Granddaughters came to stay in the our house, so I lost my play room and moved out to the garage, shit is tight, so have to get the projects done and trike put back together so I can breath, LOL.

The oil-lite bushing are to thin for a grease fitting, and they are suppose to be self oiling, but agree a thin layer of grease may help all keep moving freely.

Family talks more than helps, it does hurt some, but I can still get things done, just takes me a bit longer.

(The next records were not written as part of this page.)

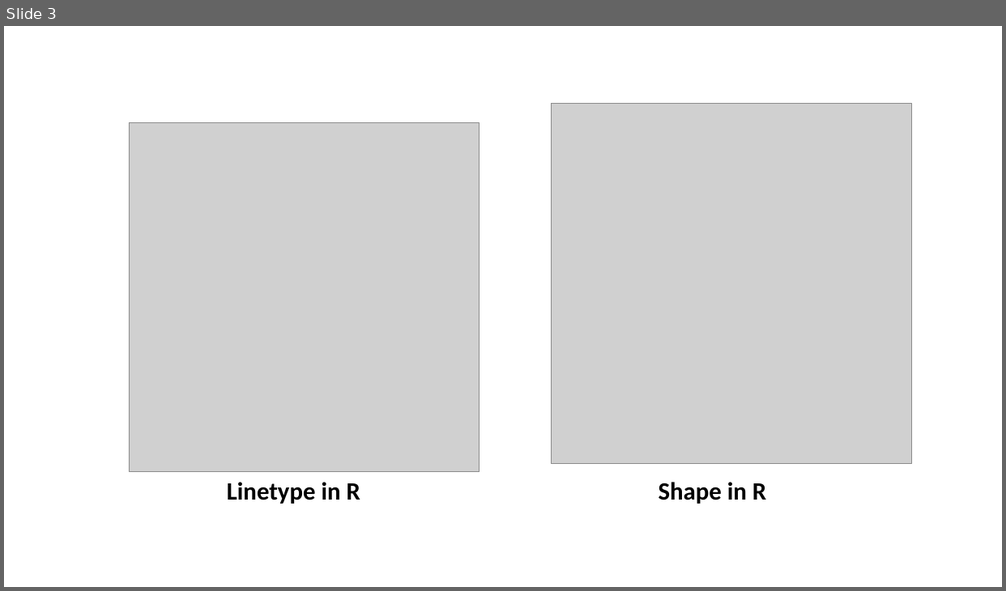
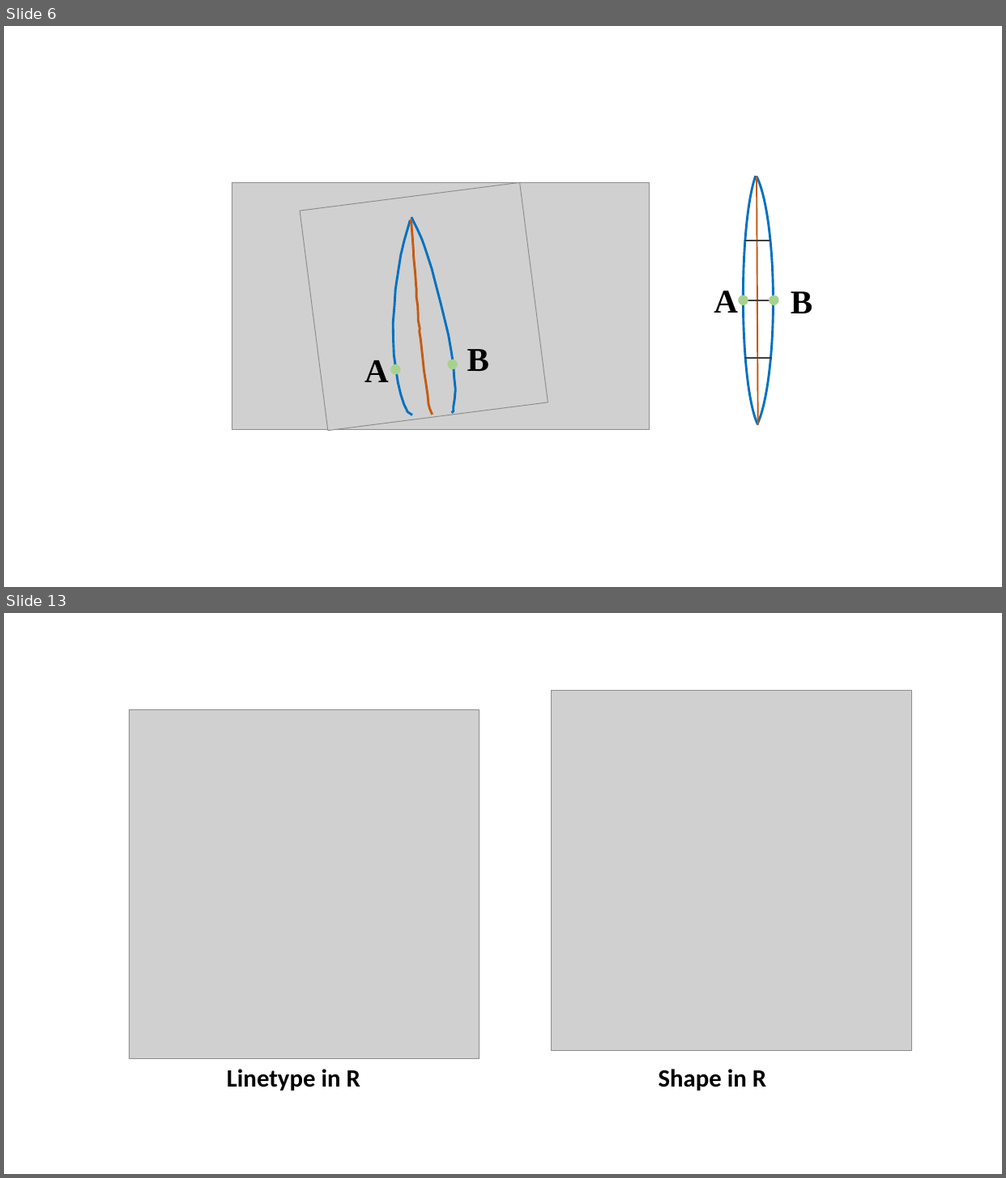
Before and after one commit to ChiaJung-Yeh/Spatial-Analysis, a slide deck: graph/graph.pptx. Shown one above the other, each under a label of ours: slide 3 before the commit, slides 6 and 13 after it; the slides between them are not shown. The pictures are 1006x591 and 1006x1178 pixels, drawn with LibreOffice and Linux fonts; fonts in the diff are those of the drawing; grey boxes stand for pictures. Boxes give left, top, right and bottom in pixels: in the first picture for what was removed or moved away, otherwise in the second. Text is boxed around its words. In the diff, an @@ line names an element or a change of style, - is before the commit and + after.

```diff
--- a/graph/graph.pptx
+++ b/graph/graph.pptx
@@ slide 6 added at (4,26,1002,587), background #FFFFFF @@
@@ arc (boxed as its full ellipse) added at (722,169,774,434), outline #0070C0 2.25 pt @@
@@ arc (boxed as its full ellipse) added at (743,165,785,430), outline #0070C0 2.25 pt @@
@@ picture added at (232,183,650,430) @@
@@ picture added at (300,183,548,431) @@
@@ line added from (757, 177) to (758, 426), #C55A11 1.5 pt @@
@@ freeform shape added at (411,218,455,414), outline #0070C0 2.25 pt @@
@@ freeform shape added at (411,219,432,415), outline #C55A11 2.25 pt @@
@@ freeform shape added at (394,220,413,416), outline #0070C0 2.25 pt @@
@@ line added from (770, 241) to (744, 241), #404040 1.5 pt @@
@@ text added at (714,291,738,313), 32 pt, text #000000, bold @@
+A
@@ text added at (791,292,812,314), 32 pt, text #000000, bold @@
+B
@@ ellipse added at (739,296,749,306), fill #A9D18E @@
@@ line added from (772, 301) to (744, 301), #404040 1.5 pt @@
@@ ellipse added at (769,296,780,306), fill #A9D18E @@
@@ text added at (364,361,389,382), 32 pt, text #000000, bold @@
+A
@@ ellipse added at (390,365,401,375), fill #A9D18E @@
@@ ellipse added at (447,360,458,370), fill #A9D18E @@
@@ text added at (467,349,489,371), 32 pt, text #000000, bold @@
+B
@@ line added from (772, 358) to (744, 358), #404040 1.5 pt @@
@@ what was slide 3 is now slide 13 @@
```
Also in this commit, not shown: 2 slides changed, 9 other slides added, 20 other files.
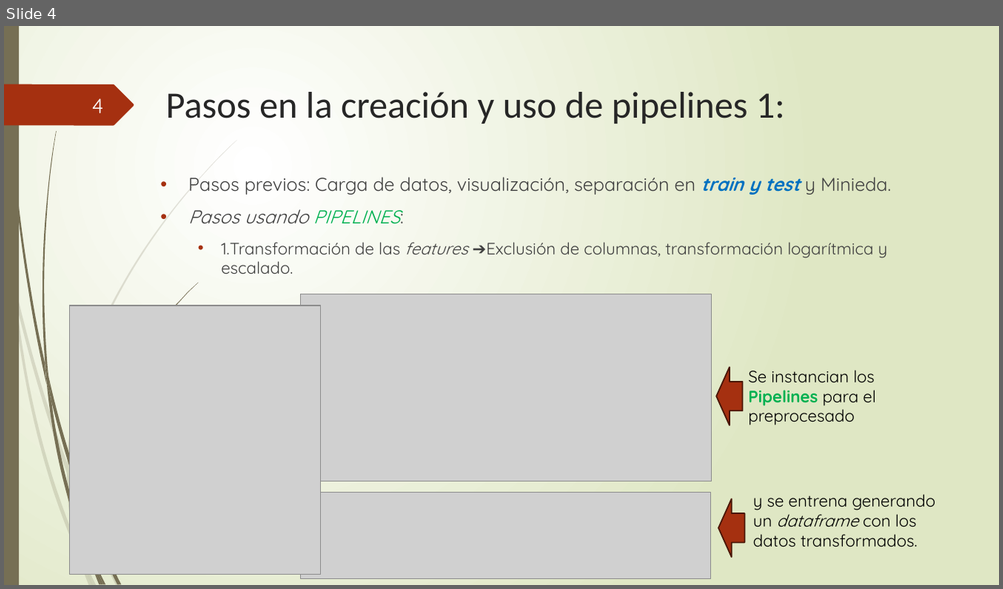
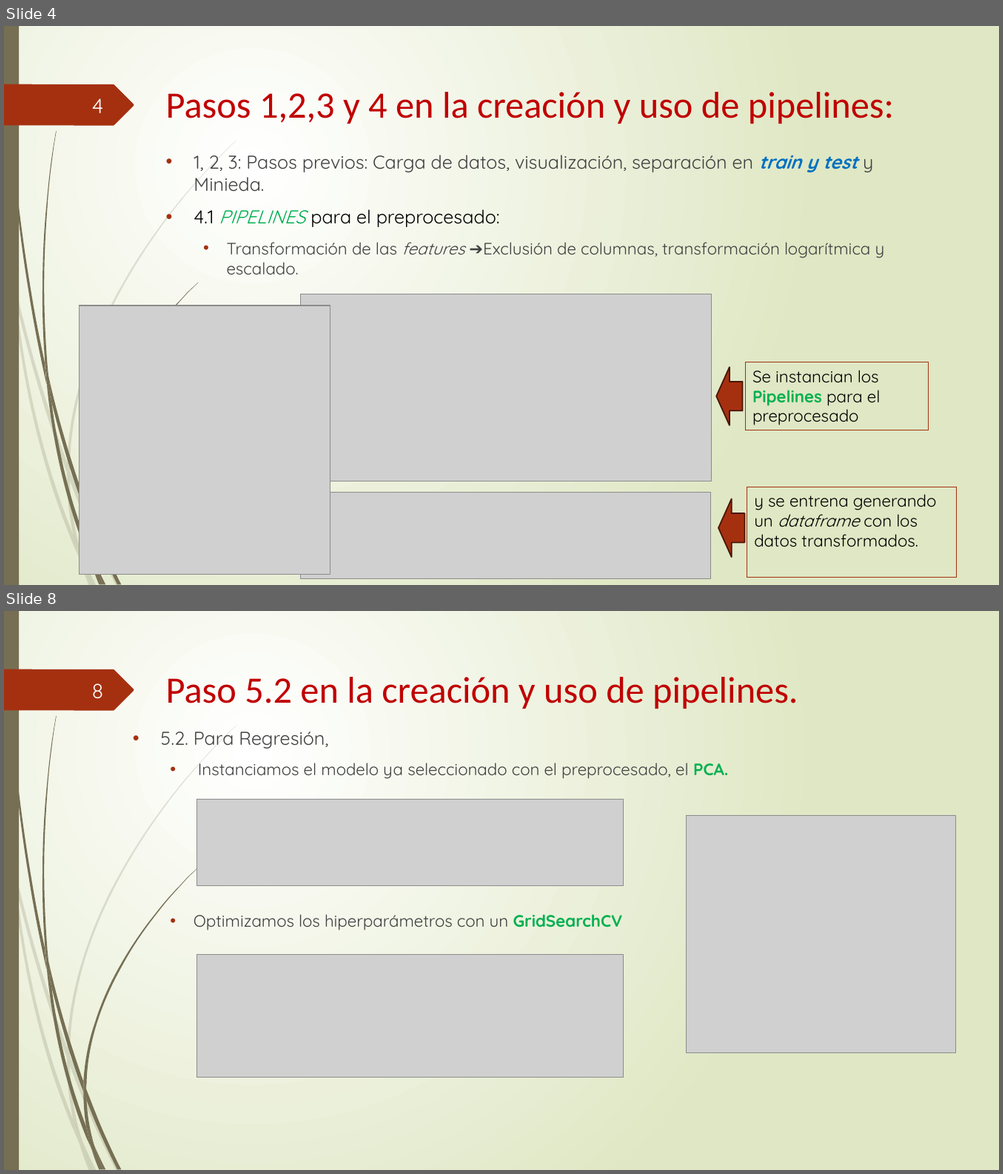
Before and after one commit to somm14/Pipelines_practica, a slide deck: Presentación_PIPELINES.pptx. Shown one above the other, each under a label of ours: slide 4 before the commit, slides 4 and 8 after it; the slides between them are not shown. The pictures are 1003x589 and 1003x1174 pixels, drawn with LibreOffice and Linux fonts; fonts in the diff are those of the drawing; grey boxes stand for pictures. Boxes give left, top, right and bottom in pixels: in the first picture for what was removed or moved away, otherwise in the second. Text is boxed around its words. In the diff, an @@ line names an element or a change of style, - is before the commit and + after.

```diff
--- a/Presentación_PIPELINES.pptx
+++ b/Presentación_PIPELINES.pptx
@@ slide 8 added at (x1=4, y1=611, x2=999, y2=1170), background gradient #FFFFFF to #DFE8C4; not listed: 22 template elements that a slide beside it also shows @@
@@ text added at (x1=166, y1=677, x2=798, y2=709), 36 pt, text #C00000 @@
+Paso 5.2 en la creación y uso de pipelines.
@@ page number added at (x1=92, y1=684, x2=104, y2=699), 20 pt, text #FEFFFF @@
+8
@@ text added at (x1=161, y1=732, x2=728, y2=931), 16 pt, text #404040 @@
+• 5.2. Para Regresión,
+  • Instanciamos el modelo ya seleccionado con el preprocesado, el PCA.
+  • Optimizamos los hiperparámetros con un GridSearchCV
@@ picture added at (x1=197, y1=799, x2=623, y2=886) @@
@@ picture added at (x1=686, y1=815, x2=956, y2=1053) @@
@@ picture added at (x1=197, y1=955, x2=623, y2=1078) @@
@@ freeform shape added at (x1=83, y1=1092, x2=94, y2=1147), fill #766F54 @@
@@ freeform shape added at (x1=83, y1=1082, x2=86, y2=1100), fill #766F54 @@
@@ slide 4 changed as well @@
@@ title at (x1=166, y1=92, x2=893, y2=124): text changed; text colour #262626 to #C00000 @@
-Pasos en la creación y uso de pipelines 1:
+Pasos 1,2,3 y 4 en la creación y uso de pipelines:
@@ text at (x1=193, y1=155, x2=885, y2=275): text changed @@
-• Pasos previos: Carga de datos, visualización, separación en train y test y Minieda.
-• Pasos usando PIPELINES:
-  • 1.Transformación de las features ➔Exclusión de columnas, transformación logarítmica y escalado.
+• 1, 2, 3: Pasos previos: Carga de datos, visualización, separación en train y test y Minieda.
+• 4.1 PIPELINES para el preprocesado:
+  • Transformación de las features ➔Exclusión de columnas, transformación logarítmica y escalado.
@@ picture moved from (x1=70, y1=306, x2=320, y2=575) to (x1=79, y1=306, x2=330, y2=575) @@
@@ rectangle "Se instancian los Pipelines para ..." at (x1=745, y1=363, x2=928, y2=430): outline none to #A53010 0.75 pt @@
@@ rectangle "Se instancian los Pipelines para ..." resized from (x1=748, y1=370, x2=876, y2=426) to (x1=745, y1=363, x2=928, y2=430) @@
@@ rectangle "y se entrena generando un ..." resized from (x1=753, y1=494, x2=936, y2=548) to (x1=746, y1=487, x2=956, y2=577) @@
@@ rectangle "y se entrena generando un ..." at (x1=746, y1=487, x2=956, y2=577): outline none to #A53010 0.75 pt @@
```
Also in this commit, not shown: 5 other slides changed, 2 other slides added, 1 slide removed.
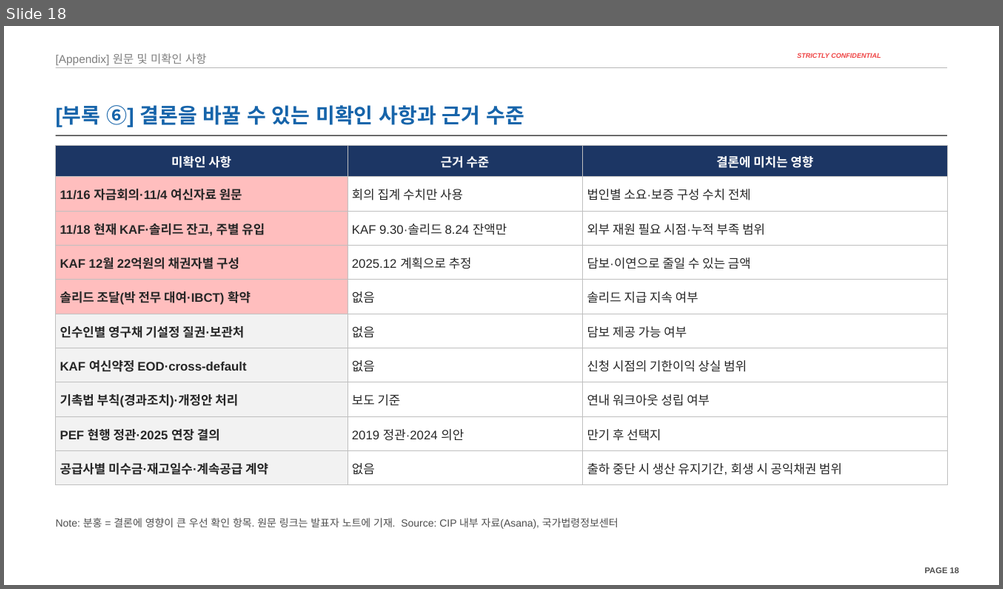
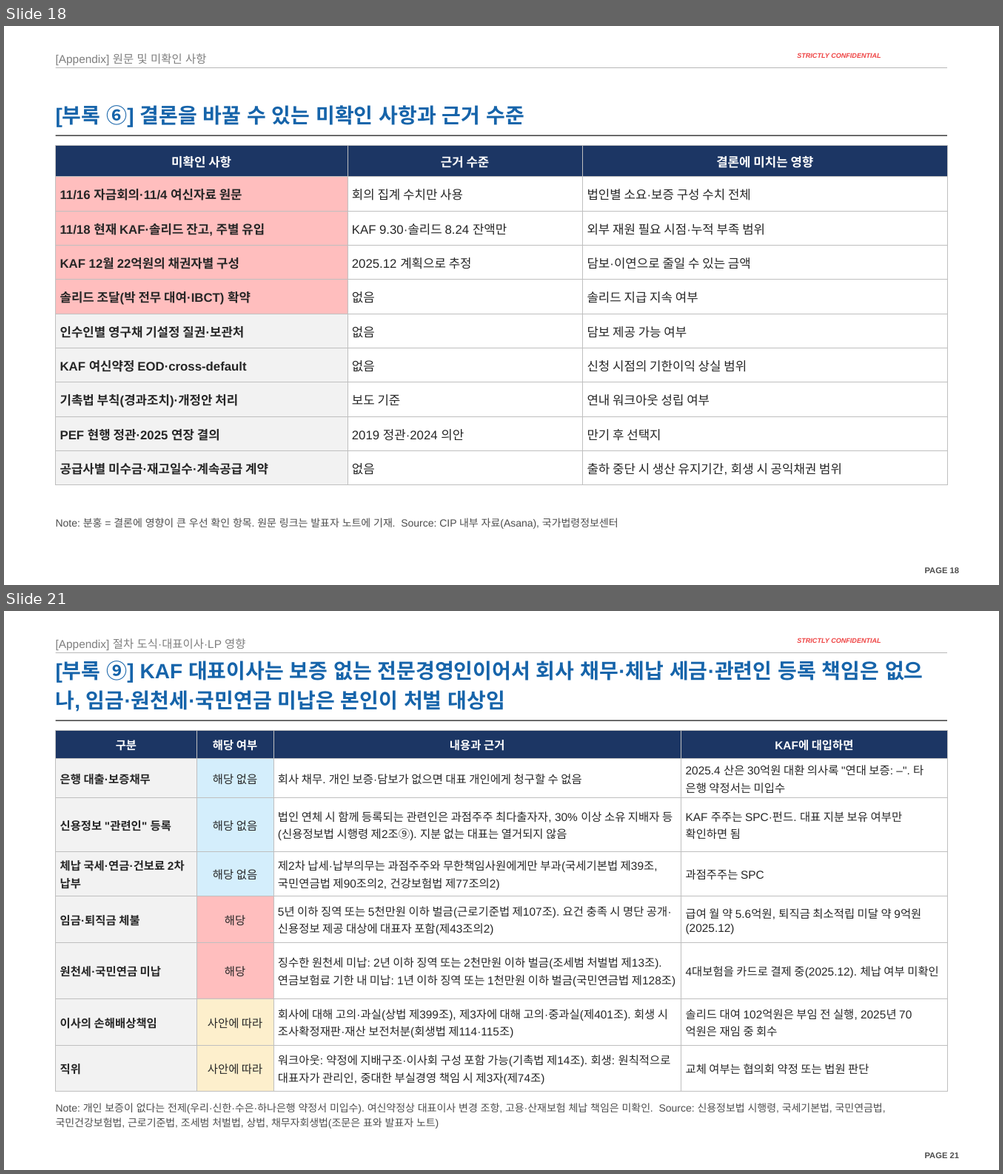
Before and after one commit to jogyesung/GS-Secretary, a slide deck: outputs/CIP_KAF_솔리드_자금조달차질_시나리오_20261118.pptx. Shown one above the other, each under a label of ours: slide 18 before the commit, slides 18 and 21 after it; the slides between them are not shown. The pictures are 1003x589 and 1003x1174 pixels, drawn with LibreOffice and Linux fonts; fonts in the diff are those of the drawing; background and template pictures are left out. Boxes give left, top, right and bottom in pixels: in the first picture for what was removed or moved away, otherwise in the second. Text is boxed around its words. In the diff, an @@ line names an element or a change of style, - is before the commit and + after.

```diff
--- a/outputs/CIP_KAF_솔리드_자금조달차질_시나리오_20261118.pptx
+++ b/outputs/CIP_KAF_솔리드_자금조달차질_시나리오_20261118.pptx
@@ slide 21 added at (4, 611, 999, 1170), background #FFFFFF; not listed: 4 template elements that a slide beside it also shows @@
@@ text added at (56, 638, 245, 650), 11 pt, text #7F7F7F @@
+[Appendix] 절차 도식·대표이사·LP 영향
@@ title added at (56, 661, 923, 712), 20 pt, text #1664AA, bold @@
+[부록 ⑨] KAF 대표이사는 보증 없는 전문경영인이어서 회사 채무·체납 세금·관련인 등록 책임은 없으나, 임금·원천세·국민연금 미납은 본인이 처벌 대상임
@@ table added at (56, 730, 947, 1088), 8 rows, 4 columns @@
+구분 | 해당 여부 | 내용과 근거 | KAF에 대입하면
+은행 대출·보증채무 | 해당 없음 | 회사 채무. 개인 보증·담보가 없으면 대표 개인에게 청구할 수 없음 | 2025.4 산은 30억원 대환 의사록 "연대 보증: –". 타 은행 약정서는 미입수
+신용정보 "관련인" 등록 | 해당 없음 | 법인 연체 시 함께 등록되는 관련인은 과점주주 최다출자자, 30% 이상 소유 지배자 등(신용정보법 시행령 제2조⑨). 지분 없는 대표는 열거되지 않음 | KAF 주주는 SPC·펀드. 대표 지분 보유 여부만 확인하면 됨
+체납 국세·연금·건보료 2차 납부 | 해당 없음 | 제2차 납세·납부의무는 과점주주와 무한책임사원에게만 부과(국세기본법 제39조, 국민연금법 제90조의2, 건강보험법 제77조의2) | 과점주주는 SPC
+임금·퇴직금 체불 | 해당 | 5년 이하 징역 또는 5천만원 이하 벌금(근로기준법 제107조). 요건 충족 시 명단 공개·신용정보 제공 대상에 대표자 포함(제43조의2) | 급여 월 약 5.6억원, 퇴직금 최소적립 미달 약 9억원(2025.12)
+원천세·국민연금 미납 | 해당 | 징수한 원천세 미납: 2년 이하 징역 또는 2천만원 이하 벌금(조세범 처벌법 제13조). 연금보험료 기한 내 미납: 1년 이하 징역 또는 1천만원 이하 벌금(국민연금법 제128조) | 4대보험을 카드로 결제 중(2025.12). 체납 여부 미확인
+이사의 손해배상책임 | 사안에 따라 | 회사에 대해 고의·과실(상법 제399조), 제3자에 대해 고의·중과실(제401조). 회생 시 조사확정재판·재산 보전처분(회생법 제114·115조) | 솔리드 대여 102억원은 부임 전 실행, 2025년 70억원은 재임 중 회수
+직위 | 사안에 따라 | 워크아웃: 약정에 지배구조·이사회 구성 포함 가능(기촉법 제14조). 회생: 원칙적으로 대표자가 관리인, 중대한 부실경영 책임 시 제3자(제74조) | 교체 여부는 협의회 약정 또는 법원 판단
@@ text added at (56, 1103, 885, 1129), 10 pt, text #4D4D4D @@
+Note: 개인 보증이 없다는 전제(우리·신한·수은·하나은행 약정서 미입수). 여신약정상 대표이사 변경 조항, 고용·산재보험 체납 책임은 미확인. Source: 신용정보법 시행령, 국세기본법, 국민연금법, 국민건강보험법, 근로기준법, 조세범 처벌법, 상법, 채무자회생법(조문은 표와 발표자 노트)
```
Also in this commit, not shown: 3 other slides added, 3 other files.

The family here has given much more help than I ever imagined, even gave me the confidence boost I needed. Thank you all so much.
 
Springer Front Caliper

I want to go with this one?
Springer Front Caliper Bracket Mount ( Left or Right )Caliper Bracket Mount Springer Front ( Left or Right ) For Harley FXSTS.jpg Can a grease fitting be added? IF there is enough material and what is the measurements side ways to clear my swing arm to rotor, I hate all these variables' :gah:
 
Jumping into things is not always the best, but it can all work out in the end. I forgot the process to doing metal work, so I did get things to the machine shop to get my holes cut out, we talked more and I realized I was skipping a few steps. I will get on this more so that it gets done. Zech is more excited to help finish this up than I thought, it felt good.

:D

Oh, spent over a week hand sanding and getting dia. of a bushing large enough to slide over the wheel bearing spacer, oh and I get to do it again after the press fit of them, all gets a bit tighter after pressing them in.